“A new Britain is waiting to be born,” declares Gordon Brown in his recent New Statesman article; a Britain beyond the reach of nationalist propaganda and culture wars, characterised by mutual respect and solidarity across all its nations and regions. I’m not so sure. Brown has survey evidence to prove that the peoples of these isles have broadly shared values. Most of us want more tolerance, equality and diversity. We yearn for a greater sense of local and national belonging. We make small, collectivist sacrifices – such as giving blood – without asking where in the UK our blood is going.

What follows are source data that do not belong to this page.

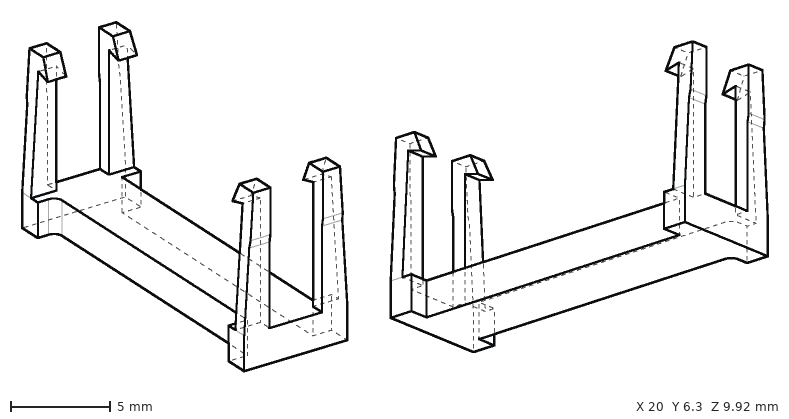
import cadquery as cq

length = 20.0
width = 6.3
height = 9.92

base_height = 2.0
beam_width = 4.0
foot_length = 1.4
corner_radius = 0.48

leg_gap = 3.2
leg_thickness = 0.8
leg_span_top = 5.3

step_depth = 0.08
step_start_drop = 3.08
step_end_drop = 2.65

hook_top_length = 1.25
hook_reach = 1.76
hook_tip_drop = 1.16
hook_root_drop = 0.95

end_x = length / 2
foot_x = end_x - step_depth
leg_inner_x = foot_x - leg_thickness


def make_base():
    beam = cq.Workplane("XY").box(2 * foot_x, beam_width, base_height, centered=(True, True, False))
    for side in (-1, 1):
        foot = cq.Workplane("XY").box(foot_length, width, base_height, centered=(True, True, False))
        beam = beam.union(foot.translate((side * (foot_x - foot_length / 2), 0, 0)))
    rounded_corner = (-foot_x + foot_length, -beam_width / 2, base_height / 2)
    return beam.edges(cq.NearestToPointSelector(rounded_corner)).fillet(corner_radius)


def make_clip_profile():
    """Side profile of the hooked legs at the +X end, extruded across the full width."""
    return (
        cq.Workplane("XZ")
        .moveTo(leg_inner_x, 0)
        .lineTo(foot_x, 0)
        .lineTo(foot_x, height - step_start_drop)
        .lineTo(end_x, height - step_end_drop)
        .lineTo(end_x, height)
        .lineTo(end_x - hook_top_length, height)
        .lineTo(end_x - hook_reach, height - hook_tip_drop)
        .lineTo(leg_inner_x, height - hook_root_drop)
        .close()
        .extrude(width / 2, both=True)
    )


def make_leg_taper():
    """Pair of legs seen from the end: straight inside faces, outside faces leaning inward."""
    taper = (
        cq.Workplane("YZ")
        .polyline([
            (-width / 2, 0),
            (width / 2, 0),
            (width / 2, base_height),
            (leg_span_top / 2, height),
            (-leg_span_top / 2, height),
            (-width / 2, base_height),
        ])
        .close()
        .extrude(length / 2, both=True)
    )
    gap = cq.Workplane("XY").box(length, leg_gap, height, centered=(True, True, False))
    return taper.cut(gap.translate((0, 0, base_height)))


clip = make_clip_profile().intersect(make_leg_taper())
result = make_base().union(clip).union(clip.mirror("YZ"))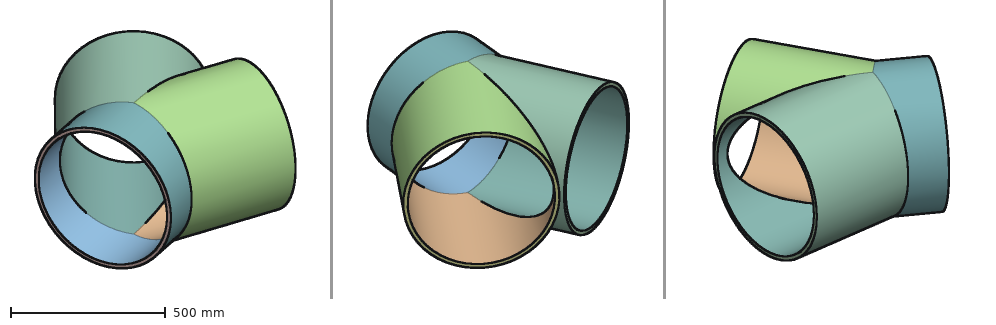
import cadquery as cq
import math

OUTER_DIAMETER = 508.0
BORE_DIAMETER = 478.0
INLET_LENGTH = 203.0
BRANCH_LENGTH = 457.5
BRANCH_ANGLE = 30.0
MITRE_ANGLE = BRANCH_ANGLE / 2
TRIM_REACH = 2 * (INLET_LENGTH + BRANCH_LENGTH)


def mitre_drop(x):
    """Y position of the inlet mitre at a distance x from the centre plane."""
    return -x * math.tan(math.radians(MITRE_ANGLE))


def trimming_block(points):
    """Prism through the full height, used to cut a pipe at its mitres."""
    return cq.Workplane("XY").polyline(points).close().extrude(TRIM_REACH, both=True)


def inlet(diameter):
    """Pipe along Y, ending at the two sloped mitres below the branches."""
    side_y = mitre_drop(TRIM_REACH)
    block = trimming_block([
        (0, 0),
        (TRIM_REACH, side_y),
        (TRIM_REACH, -TRIM_REACH),
        (-TRIM_REACH, -TRIM_REACH),
        (-TRIM_REACH, side_y),
    ])
    pipe = cq.Workplane("XZ").circle(diameter / 2).extrude(INLET_LENGTH, both=True)
    return pipe.intersect(block)


def right_branch(diameter):
    """Sloping pipe kept between the centre plane and the inlet mitre."""
    block = trimming_block([
        (0, 0),
        (TRIM_REACH, mitre_drop(TRIM_REACH)),
        (TRIM_REACH, TRIM_REACH),
        (0, TRIM_REACH),
    ])
    pipe = (
        cq.Workplane("XZ")
        .workplane(offset=-BRANCH_LENGTH)
        .circle(diameter / 2)
        .extrude(2 * BRANCH_LENGTH)
        .rotate((0, 0, 0), (0, 0, 1), -BRANCH_ANGLE)
    )
    return pipe.intersect(block)


def junction(diameter):
    """Solid Y shape made of the inlet and two mirrored branches."""
    branch = right_branch(diameter)
    return inlet(diameter).union(branch).union(branch.mirror("YZ"))


result = junction(OUTER_DIAMETER).cut(junction(BORE_DIAMETER))

This may all be true. But these are also the values of the hero in almost any Hollywood film or television thriller. It should not be surprising, in a society of mass cultural consumption with a self-consciously liberal pop culture, that what are portrayed as universal signifiers of human decency are indeed widely popular. You may as well check which bits of Britain cheer when the Death Star blows up. In fact, if you need to check how picky we are about who gets our blood, something might already be wrong.
It’s true that there are elements within Scottish nationalism that like to portray the English as uniquely bloodthirsty and bigoted – I’m partial to a bit of Anglo-baiting myself – but this is all part of the pageantry of national rivalry. Indeed, it has been one of the ways by which Scots have always asserted, usually with tongue in cheek, their distinctiveness within that plural, multinational Union Brown celebrates.
This could be why some of the most fervent Scottish advocates for supporting England’s football team are political nationalists. “Anyone but England”, they argue, is a sign of precisely the kind of inward-looking national immaturity fostered by dependency on Scotland’s larger neighbour. Xenophobia against your football rivals is kitschy and outdated, they suggest, the kind of thing you’d expect from those chair-throwing hooligans down in… well, let’s not name any names. These Anglophile Scottish nationalists are actually proposing a far more profound and implausible separation, freeing us entirely from the petty squabbles and resentments that are bound to exist in any relationship as imbalanced as that between England and its outlands.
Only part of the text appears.